Abstract

The current study presents an experimental investigation performed on slender reinforced concrete shear walls, representing a common lateral-load resisting system of mid-rise buildings. The walls were reinforced with steel and glass fiber-reinforced polymer (GFRP) bars and tested up to failure under reversed quasi-static cyclic loading to investigate the capability of GFRP bars in reinforcing RC shear walls under seismic loads. Moreover, the effect of the GFRP reinforcement ratio on the structural response, deformation performance, and failure mode resulting in RC walls, compared with its behavior when reinforced with steel bars, is also investigated. Six full-scale shear walls with an aspect ratio of 3.25 were constructed. The reference wall was entirely reinforced with steel bars. Two specimens were reinforced by hybrid scheme of GFRP–steel bars.
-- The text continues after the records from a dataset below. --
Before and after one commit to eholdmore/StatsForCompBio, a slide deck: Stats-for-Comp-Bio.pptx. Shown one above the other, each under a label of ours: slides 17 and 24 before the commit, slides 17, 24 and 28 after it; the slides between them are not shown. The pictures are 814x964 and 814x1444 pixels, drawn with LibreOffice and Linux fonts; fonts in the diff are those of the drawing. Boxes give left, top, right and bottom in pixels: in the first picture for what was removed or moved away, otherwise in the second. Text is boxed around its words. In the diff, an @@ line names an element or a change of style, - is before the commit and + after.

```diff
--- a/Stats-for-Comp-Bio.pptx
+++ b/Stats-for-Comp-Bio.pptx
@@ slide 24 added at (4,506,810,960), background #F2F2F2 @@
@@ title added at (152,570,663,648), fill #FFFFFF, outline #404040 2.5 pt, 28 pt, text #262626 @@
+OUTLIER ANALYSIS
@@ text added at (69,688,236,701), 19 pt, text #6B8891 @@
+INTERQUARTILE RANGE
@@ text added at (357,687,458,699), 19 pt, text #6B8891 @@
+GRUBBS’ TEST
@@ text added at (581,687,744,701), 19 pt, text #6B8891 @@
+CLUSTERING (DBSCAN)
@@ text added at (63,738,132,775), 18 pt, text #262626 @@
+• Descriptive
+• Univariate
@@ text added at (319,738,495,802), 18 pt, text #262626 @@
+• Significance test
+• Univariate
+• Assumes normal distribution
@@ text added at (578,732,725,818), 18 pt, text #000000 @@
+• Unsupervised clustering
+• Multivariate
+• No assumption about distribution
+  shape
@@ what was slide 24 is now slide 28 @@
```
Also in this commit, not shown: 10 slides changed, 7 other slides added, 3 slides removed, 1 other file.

The remaining three shear walls were entirely reinforced with GFRP bars. The overall performance of each wall was characterized by investigating the lateral load capacity, hysteretic response, cracks propagation, ductility, and the behavior of energy dissipation. The experimental results showed that GFRP-reinforced concrete walls had an elastic behavior characterized by a stable hysteretic response with recoverable deformation of more than 80% of the ultimate load. However, sudden and brittle failure was attained for the wall with a high GFRP reinforcement ratio. GFRP decreases the displacement ductility of the shear walls by an average of 32.9%, depending on the reinforcement ratio, compared to that reinforced by steel bars. Moreover, lower energy dissipation through inelastic deformation was obtained for the walls reinforced with GFRP bars. Nonetheless, when GFRP bars are combined with steel bars, acceptable levels of dissipated energy are attained compared to the steel-reinforced wall.